The problem, those showing the photo of the dead child on the beach would have you believe, is that “we” caused the problem. “We” did not. The problem isn’t that Europe is too “callous”, and that the problem would go away if everyone was as achingly moral as they were. There are 10m people displaced around Syria’s borders. The brunt is Borne by Turkey Lebanon and Jordan. Iraq too is taking its share. It’s just in the UNHCR camps, well run, by the way, there’s no work. It’s a boring, depressing, but safe existence. There is food and water, from which shit is separated. It is quite understandable that people seek a better life in Europe.

Europe is spending billions, helping people in the camps. That people want to come is understandable. But the idea we’re doing nothing to help them, or have an obligation to let them in, is more about the virtue-signalling of the person saying it, that the real moral position.

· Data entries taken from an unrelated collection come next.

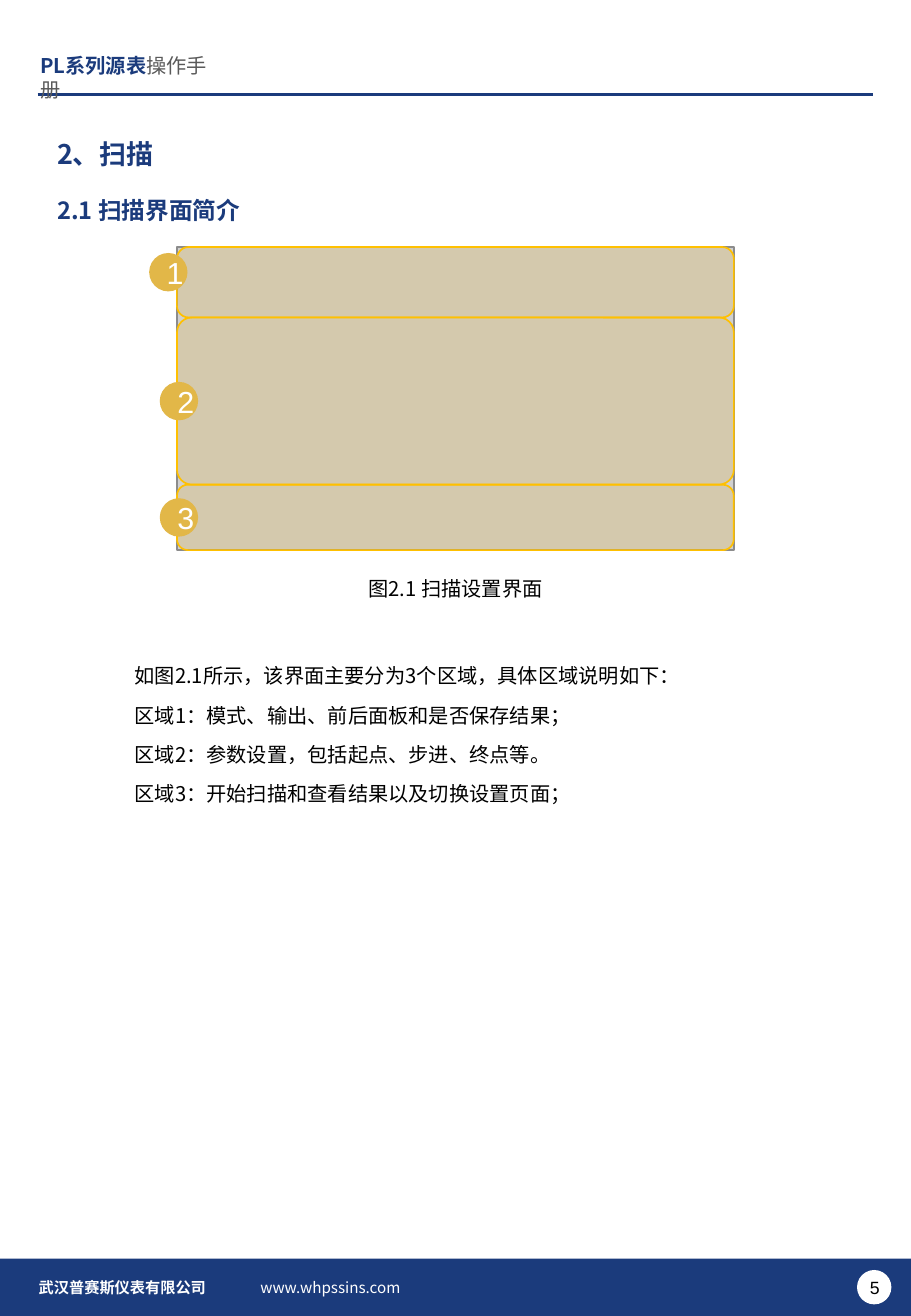
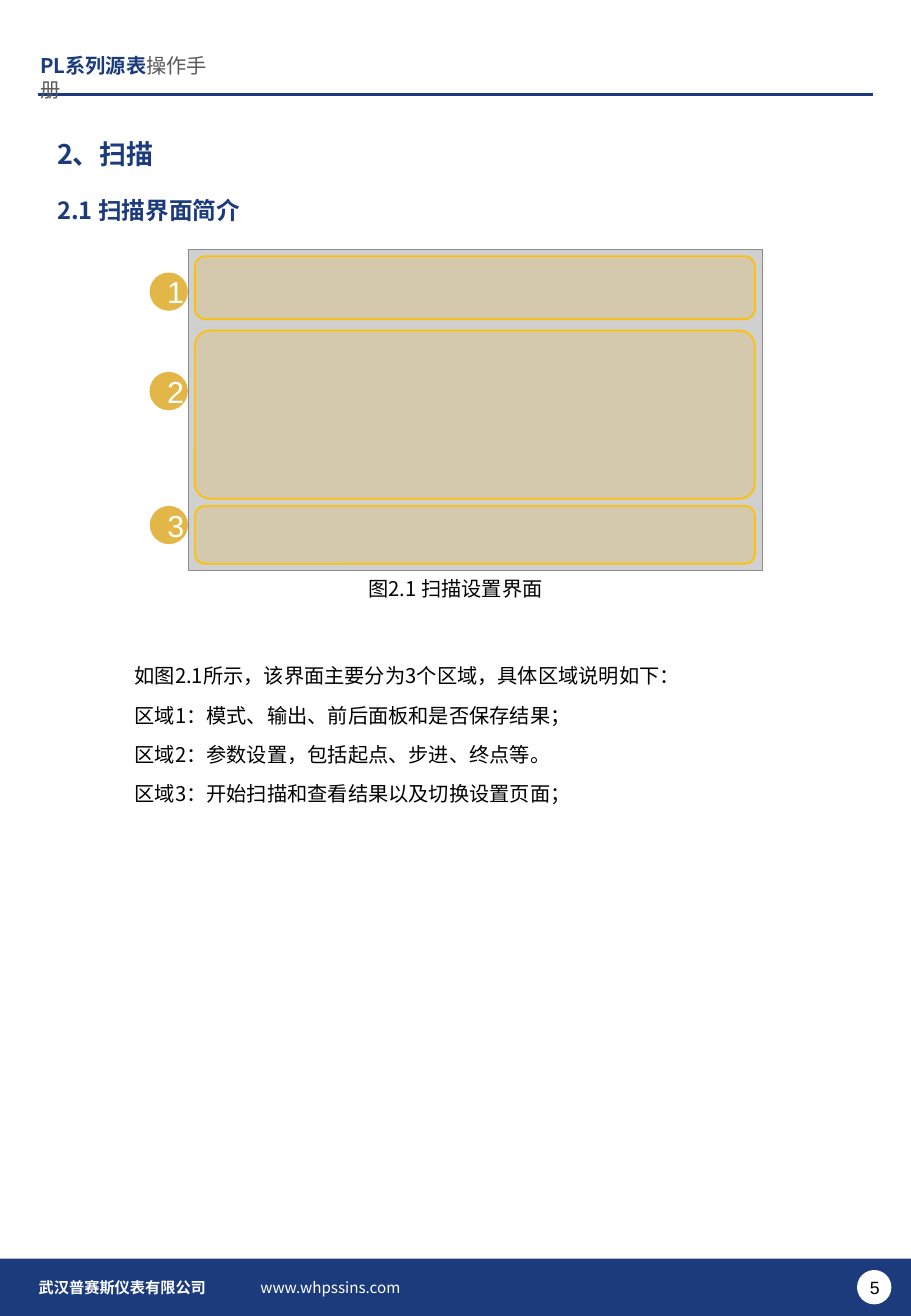
Before and after one commit to PathZW/Pss, a slide deck: slide 5 of 产品手册/PLx00/PL系列源表操作手册v1.0.1.pptx. Drawn at 911x1316 pixels with LibreOffice and Linux fonts; fonts in the diff are those of the drawing; grey boxes stand for pictures; background and template pictures are left out. Boxes give left, top, right and bottom in pixels: in the first picture for what was removed or moved away, otherwise in the second. Text is boxed around its words. In the diff, an @@ line names an element or a change of style, - is before the commit and + after.

```diff
--- a/产品手册/PLx00/PL系列源表操作手册v1.0.1.pptx
+++ b/产品手册/PLx00/PL系列源表操作手册v1.0.1.pptx
@@ picture: place and size @@
-picture at [177,247,735,549]
+picture at [188,249,762,570]
@@ rounded rectangle: place and size @@
-rounded rectangle at [177,247,735,317]
+rounded rectangle at [194,256,754,319]
@@ ellipse "1": place and size @@
-ellipse "1" at [149,253,188,292]
+ellipse "1" at [149,272,187,310]
@@ rounded rectangle: place and size @@
-rounded rectangle at [177,317,734,485]
+rounded rectangle at [194,330,754,498]
@@ ellipse "2": place and size @@
-ellipse "2" at [159,381,198,420]
+ellipse "2" at [149,372,188,411]
@@ ellipse "3": place and size @@
-ellipse "3" at [160,498,199,537]
+ellipse "3" at [149,505,187,543]
@@ rounded rectangle: place and size @@
-rounded rectangle at [177,485,734,550]
+rounded rectangle at [194,505,754,564]
```
Also in this commit, not shown: 4 other slides changed, 5 slides added, 1 slide removed, 1 other file.

Worse than the vacuous moral posturing, is the complete lack of agency you give to the people in this situation. Millions are waiting patiently in the camps, or in Beirut or Amman to return to their homes should peace return to Syria. Yet some decide to put their children in the hands of people smugglers and unseaworthy vessels and unventilated trucks. These people bear the responsibility for the dead children far more than the “Cameron” whom countless memes exhort to “do more”.

 The very people most likely to share these self-aggrandising, shroud-waving memes on social media, are the same ones who’re ostentatiously anti-war. Perhaps if any politician in the west is responsible for the success of ISIS it’s Ed Miliband who successfully vetoed international military action in 2013, wholly for domestic political concerns in order to wrong-foot the Prime Minister. Perhaps if we’d started supporting reasonable groups in the Anti-Assad forces in 2013 (or earlier, my view it was already by then 18 months too late), IS may not have got such a foothold. Or maybe not. We will never know.

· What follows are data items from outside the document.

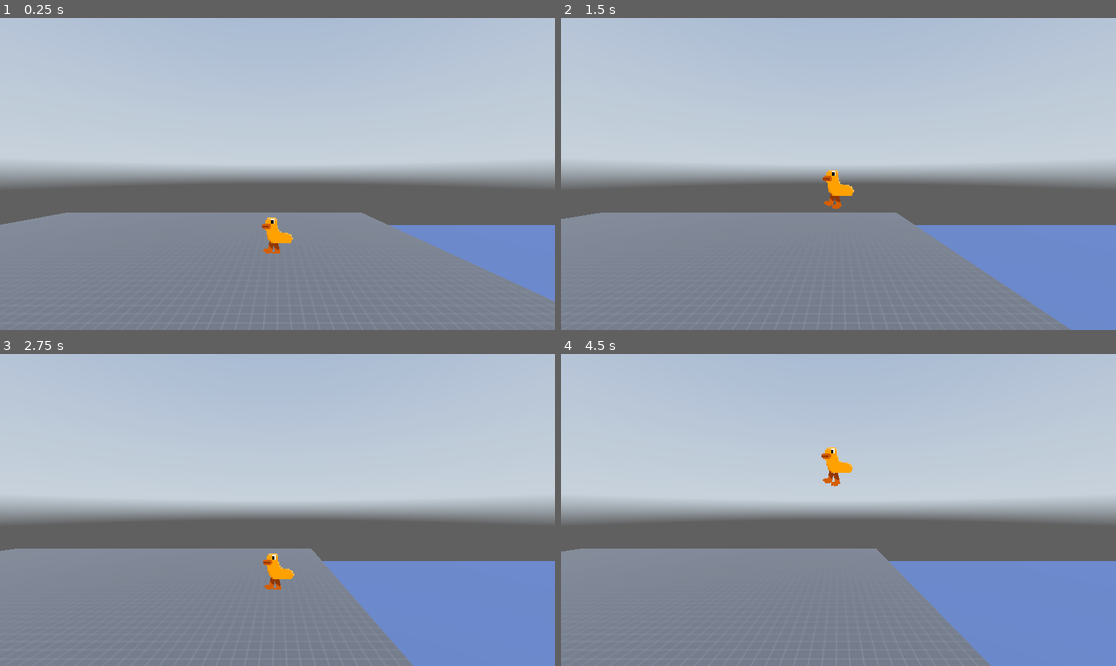
Above: before the commit, frames 1-4 (two rows, left to right).
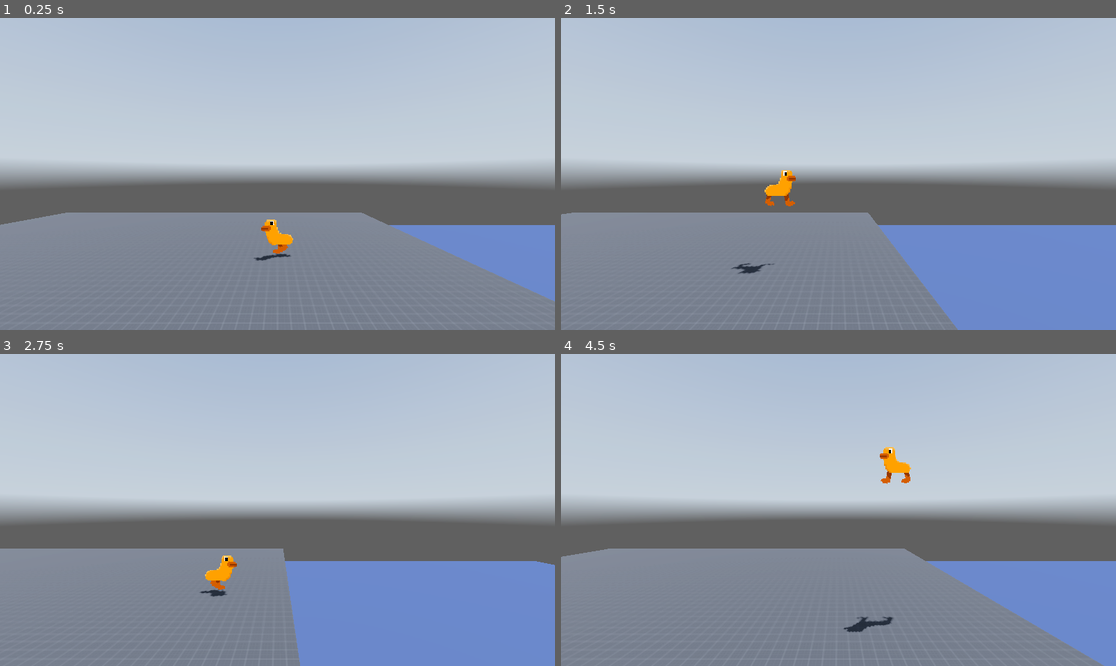
Above: after the commit, the same moments.

Repository: Shuflduf/Orange-Goose-Game
Game: Godot game, scene res://world.tscn
Same seed, same stepped clock (60 frames per second), same inputs: the game is played once before the commit and once after it. A sky picture missing from this copy of the repository is replaced by a grey-blue gradient.
Inputs:
- Up to frame 1 (0.25 s): no input
- Up to frame 2 (1.5 s): hold Right (right) 0.53-1.28 s; tap Space (jump) at 0.77 s; hold Down (down) from 1.28 s (still down)
- Up to frame 3 (2.75 s): tap Space (jump) at 1.52 s; release Down (down) at 2.03 s; hold Right (right) from 2.03 s (still down)
- Up to frame 4 (4.5 s): tap Space (jump) at 3.02, 3.77 s; release Right (right) at 3.53 s; hold Left (left) from 3.53 s (still down)

The runs differ from the first frame. In frame 1, 0.3% of the frame differs, in the area x 45-53%, y 63-78%; in frame 2, 5.6%; in frame 3, 5.5%; in frame 4, 5.8%, in the area x 0-98%, y 29-100%.
Error before the commit: Invalid access to property or key 'flip_h' on a base object of type 'null instance'. (res://player.gd:55)

Commit message:
better camera system, fixed bugs

Diff:
--- a/player.gd
+++ b/player.gd
@@ -2,29 +2,33 @@
 extends CharacterBody3D
 
 @onready var camera: Camera3D = $Camera3D
-@onready var sprite: Sprite3D = $Sprite3D
-#@onready var area: Area3D = $Area3D
+@onready var sprites: Node3D = $Sprites
 
 @export var speed = 5.0
 @export var jump_height = 8.5
-@export var lookahead = 4
 @export var total_jumps = 2
-@export var in_water_offset = Vector3(0, 0, 10)
+
+@export_category("Camera Offsets")
+@export var default_water_offset = Vector2(0, 10)
+@export var default_ahead_offset = 4
+
+var ahead_offset: float
+var water_offset: Vector2 # Y and Z
 
 var gravity: float = ProjectSettings.get_setting("physics/3d/default_gravity")
-var camera_x_offset: float
-var camera_water_offset
 var jumps = total_jumps
 var weight_mult = 1
 var in_water = false
-var default_cam_pos
+var following_player_y = false
+var default_cam_pos: Vector3
 
 func _ready() -> void:
 	default_cam_pos = camera.position
 
 
 func _physics_process(delta: float) -> void:
-	camera.position.x = position.x + camera_x_offset
+	camera.position.x = default_cam_pos.x + position.x + ahead_offset
+	camera.position.z = default_cam_pos.z + water_offset.y
 	#camera.position
 
 	if is_on_floor():
@@ -51,21 +55,19 @@
 
 	move_and_slide()
 
-func change_dir_left(dir):
-	if sprite.flip_h != dir:
+func change_dir_left(dir: bool):
+	if sprites.scale.x < 0 == dir:
+		flip_sprites(dir)
 		var mult = -1 if dir else 1
 		var tween = get_tree().create_tween().set_trans(Tween.TRANS_SINE).set_ease(Tween.EASE_IN_OUT)
-		tween.tween_property(self, "camera_x_offset", lookahead * mult, 0.5)
-	sprite.flip_h = dir
-
+		tween.tween_property(self, "ahead_offset", default_ahead_offset * mult, 0.5)
 
 
 func _on_area_3d_area_entered(area: Area3D) -> void:
 	if area is Water:
 		in_water = true
 		var tween = get_tree().create_tween().set_trans(Tween.TRANS_SINE).set_ease(Tween.EASE_IN_OUT)
-		tween.tween_property(camera, "position", \
-		position + in_water_offset + default_cam_pos + Vector3(camera_x_offset, 0, 0), 0.5)
+		tween.tween_property(self, "water_offset", default_water_offset, 0.5)
 		gravity = -ProjectSettings.get_setting("physics/3d/default_gravity") * area.gravity_mult
 
 
@@ -73,6 +75,9 @@
 	if area is Water:
 		in_water = false
 		var tween = get_tree().create_tween().set_trans(Tween.TRANS_SINE).set_ease(Tween.EASE_IN_OUT)
-		tween.tween_property(camera, "position", \
-		position + default_cam_pos + Vector3(camera_x_offset, 0, 0), 0.5)
+		tween.tween_property(self, "water_offset", Vector2.ZERO, 0.5)
 		gravity = ProjectSettings.get_setting("physics/3d/default_gravity")
+
+func flip_sprites(dir: bool):
+	var offset = 1 if dir else -1
+	sprites.scale.x = 8 * offset
--- a/player.tscn
+++ b/player.tscn
@@ -217,6 +217,8 @@
 
 [sub_resource type="Animation" id="Animation_jei5g"]
 resource_name = "run"
+loop_mode = 1
+step = 0.05
 tracks/0/type = "bezier"
 tracks/0/imported = false
 tracks/0/enabled = true
@@ -224,9 +226,9 @@
 tracks/0/interp = 1
 tracks/0/loop_wrap = true
 tracks/0/keys = {
-"handle_modes": PackedInt32Array(0),
-"points": PackedFloat32Array(0, -0.25, 0, 0.25, 0),
-"times": PackedFloat32Array(0)
+"handle_modes": PackedInt32Array(0, 0, 0),
+"points": PackedFloat32Array(0.35671, -0.25, 0, 0.25, 0, 0.356701, -0.25, 0, 0.25, 0, -0.162, -0.25, 0, 0.25, 0),
+"times": PackedFloat32Array(-0.00178907, 0, 1)
 }
 tracks/1/type = "bezier"
 tracks/1/imported = false
@@ -235,9 +237,9 @@
 tracks/1/interp = 1
 tracks/1/loop_wrap = true
 tracks/1/keys = {
-"handle_modes": PackedInt32Array(0),
-"points": PackedFloat32Array(0.11, -0.25, 0, 0.25, 0),
-"times": PackedFloat32Array(0)
+"handle_modes": PackedInt32Array(0, 0),
+"points": PackedFloat32Array(0.092648, -0.25, 0, 0.25, 0, -0.025, -0.25, 0, 0.25, 0),
+"times": PackedFloat32Array(0, 1)
 }
 tracks/2/type = "bezier"
 tracks/2/imported = false
@@ -246,9 +248,75 @@
 tracks/2/interp = 1
 tracks/2/loop_wrap = true
 tracks/2/keys = {
-"handle_modes": PackedInt32Array(0),
-"points": PackedFloat32Array(0, -0.25, 0, 0.25, 0),
-"times": PackedFloat32Array(0)
+"handle_modes": PackedInt32Array(0, 0),
+"points": PackedFloat32Array(0.028, -0.25, 0, 0.25, 0, -0.012, -0.25, 0, 0.25, 0),
+"times": PackedFloat32Array(0, 1)
+}
+tracks/3/type = "bezier"
+tracks/3/imported = false
+tracks/3/enabled = true
+tracks/3/path = NodePath("Sprites/LeftFoot:rotation:z")
+tracks/3/interp = 1
+tracks/3/loop_wrap = true
+tracks/3/keys = {
+"handle_modes": PackedInt32Array(0, 0, 3, 0),
+"points": PackedFloat32Array(-0.161984, -0.25, 0, 0.0982109, 0.00216755, 0.0295833, -0.201789, -0.00401208, 0.25, 0, 0.106331, -0.0679845, -0.0368356, 0.0679845, 0.0368356, 0.357, -0.128725, -0.0015918, 0.25, 0),
+"times": PackedFloat32Array(0, 0.3, 0.661955, 1)
+}
+tracks/4/type = "bezier"
+tracks/4/imported = false
+tracks/4/enabled = true
+tracks/4/path = NodePath("Sprites/LeftFoot:position:x")
+tracks/4/interp = 1
+tracks/4/loop_wrap = true
+tracks/4/keys = {
+"handle_modes": PackedInt32Array(0, 0),
+"points": PackedFloat32Array(-0.0250641, -0.25, 0, 0.25, 0, 0.093, -0.350569, 4.79743e-05, 0.0841744, -0.00193632),
+"times": PackedFloat32Array(0, 1)
+}
+tracks/5/type = "bezier"
+tracks/5/imported = false
+tracks/5/enabled = true
+tracks/5/path = NodePath("Sprites/LeftFoot:position:y")
+tracks/5/interp = 1
+tracks/5/loop_wrap = true
+tracks/5/keys = {
+"handle_modes": PackedInt32Array(0, 0, 1, 0),
+"points": PackedFloat32Array(-0.011568, -0.25, 0, 0.25, 0, -0.011568, -0.25, 0, 0.25, 0, 0.0024068, 0, 0, 0, 0, 0.0279855, -0.0571619, 9.51365e-05, 0.25, 0),
+"times": PackedFloat32Array(0, 0.3, 0.663744, 0.994721)
+}
+tracks/6/type = "bezier"
+tracks/6/imported = false
+tracks/6/enabled = true
+tracks/6/path = NodePath("Sprites/Body:rotation:z")
+tracks/6/interp = 1
+tracks/6/loop_wrap = true
+tracks/6/keys = {
+"handle_modes": PackedInt32Array(0, 0, 0, 0),
+"points": PackedFloat32Array(0.315311, -0.25, 0, 0.25, 0, 0.234835, -0.25, 0, 0.25, 0, 0.37495, -0.25, 0, 0.25, 0, 0.235, -0.25, 0, 0.25, 0),
+"times": PackedFloat32Array(-0.00178907, 0, 0.5, 1)
+}
+tracks/7/type = "bezier"
+tracks/7/imported = false
+tracks/7/enabled = true
+tracks/7/path = NodePath("Sprites/Body:position:x")
+tracks/7/interp = 1
+tracks/7/loop_wrap = true
+tracks/7/keys = {
+"handle_modes": PackedInt32Array(0, 0, 0),
+"points": PackedFloat32Array(0, -0.25, 0, 0.25, 0, 0, -0.25, 0, 0.25, 0, 0, -0.25, 0, 0.25, 0),
+"times": PackedFloat32Array(0, 0.5, 1)
+}
+tracks/8/type = "bezier"
+tracks/8/imported = false
+tracks/8/enabled = true
+tracks/8/path = NodePath("Sprites/Body:position:y")
+tracks/8/interp = 1
+tracks/8/loop_wrap = true
+tracks/8/keys = {
+"handle_modes": PackedInt32Array(0, 0, 0),
+"points": PackedFloat32Array(0.00385603, -0.25, 0, 0.25, 0, -0.0254932, -0.25, 0, 0.25, 0, 0.00385603, -0.25, 0, 0.25, 0),
+"times": PackedFloat32Array(0, 0.5, 1)
 }
 
 [sub_resource type="AnimationLibrary" id="AnimationLibrary_tkf3m"]
@@ -266,30 +334,43 @@
 transform = Transform3D(8, 0, 0, 0, 8, 0, 0, 0, 8, 0, 0, 0)
 
 [node name="Body" type="Sprite3D" parent="Sprites"]
+alpha_cut = 2
 texture_filter = 0
 texture = ExtResource("2_8rj22")
 
-[node name="Eye" type="Sprite3D" parent="Sprites/Body"]
-sorting_offset = 1.0
-texture_filter = 0
-texture = ExtResource("3_qodtw")
-
-[node name="Beak" type="Sprite3D" parent="Sprites/Body"]
-sorting_offset = 0.5
-texture_filter = 0
-texture = ExtResource("4_8pr8m")
+[node name="RemoteTransform3D" type="RemoteTransform3D" parent="Sprites/Body"]
+remote_path = NodePath("../../Eye")
+
+[node name="RemoteTransform3D2" type="RemoteTransform3D" parent="Sprites/Body"]
+remote_path = NodePath("../../Beak")
 
 [node name="LeftFoot" type="Sprite3D" parent="Sprites"]
 transform = Transform3D(0.983581, 0.180468, 0, -0.180468, 0.983581, 0, 0, 0, 1, -0.0168306, -0.0197026, 0)
 sorting_offset = -1.0
+alpha_cut = 2
 texture_filter = 0
 texture = ExtResource("5_ow0cn")
 
 [node name="RightFoot" type="Sprite3D" parent="Sprites"]
 transform = Transform3D(0.974527, -0.224271, 0, 0.224271, 0.974527, 0, 0, 0, 1, 0, -0.0264687, 0)
 sorting_offset = -0.9
+alpha_cut = 2
 texture_filter = 0
 texture = ExtResource("5_ow0cn")
+
+[node name="Eye" type="Sprite3D" parent="Sprites"]
+transform = Transform3D(0.998901, -0.0468777, 0, 0.0468777, 0.998901, 0, 0, 0, 1, 0, -0.0143586, 0)
+sorting_offset = 1.0
+alpha_cut = 2
+texture_filter = 0
+texture = ExtResource("3_qodtw")
+
+[node name="Beak" type="Sprite3D" parent="Sprites"]
+transform = Transform3D(0.998901, -0.0468777, 0, 0.0468777, 0.998901, 0, 0, 0, 1, 0, -0.0143586, 0)
+sorting_offset = 0.5
+alpha_cut = 2
+texture_filter = 0
+texture = ExtResource("4_8pr8m")
 
 [node name="Camera3D" type="Camera3D" parent="."]
 transform = Transform3D(1, 0, 0, 0, 1, 0, 0, 0, 1, 0, 4, 14)
@@ -310,6 +391,7 @@
 libraries = {
 "": SubResource("AnimationLibrary_tkf3m")
 }
+autoplay = "walk"
 speed_scale = 2.0
 
 [connection signal="area_entered" from="Area3D" to="." method="_on_area_3d_area_entered"]

Not “our” fault, those dead kids. We do have an obligation to help Syrians and we are doing so through UNHCR, but that’s not the same as playing host to the entire population. The solution in Syria is military. If you want to blame a British politician, blame Ed Miliband. An American one? Barack Obama who brought the Troops home from Iraq prematurely, before Iraq could look after its own security. But ultimately blaming politicians in the west for the complete failure of the middle east is futile.